Requirement
Check every line of the records below for the string "fins" and copy the ones that have it.

Material supplied

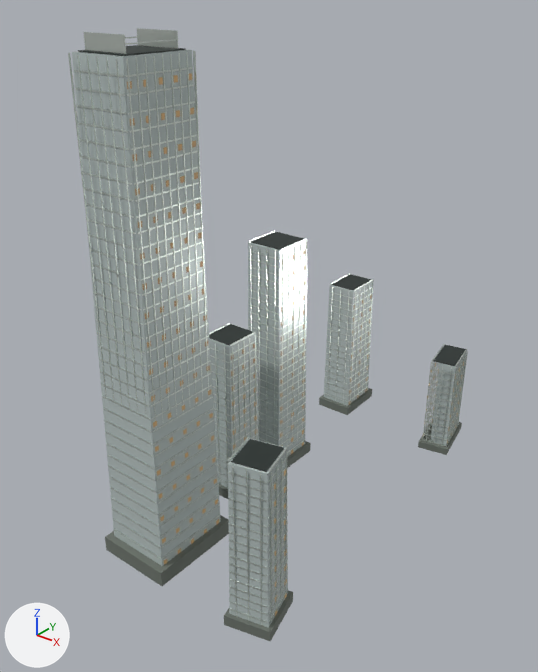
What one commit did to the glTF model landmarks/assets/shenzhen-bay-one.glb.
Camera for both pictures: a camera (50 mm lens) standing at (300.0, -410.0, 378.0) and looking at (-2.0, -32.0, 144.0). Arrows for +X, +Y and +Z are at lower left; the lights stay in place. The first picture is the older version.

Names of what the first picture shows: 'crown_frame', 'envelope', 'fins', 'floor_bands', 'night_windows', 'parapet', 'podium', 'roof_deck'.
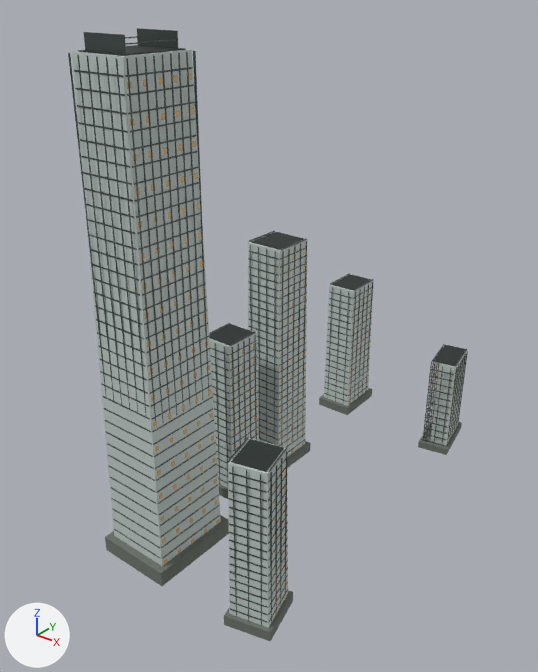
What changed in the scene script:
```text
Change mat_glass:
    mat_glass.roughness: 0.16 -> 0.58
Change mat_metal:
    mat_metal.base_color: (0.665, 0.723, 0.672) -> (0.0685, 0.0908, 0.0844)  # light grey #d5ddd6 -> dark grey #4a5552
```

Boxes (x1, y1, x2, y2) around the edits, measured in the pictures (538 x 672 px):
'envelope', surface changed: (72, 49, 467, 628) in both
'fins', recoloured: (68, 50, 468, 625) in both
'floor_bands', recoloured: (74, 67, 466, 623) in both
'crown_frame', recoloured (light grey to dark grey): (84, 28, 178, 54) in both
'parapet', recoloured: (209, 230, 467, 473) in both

Answer box
Names of what the first picture shows: 'crown_frame', 'envelope', 'fins', 'floor_bands', 'night_windows', 'parapet', 'podium', 'roof_deck'.
'fins', recoloured: (68, 50, 468, 625) in both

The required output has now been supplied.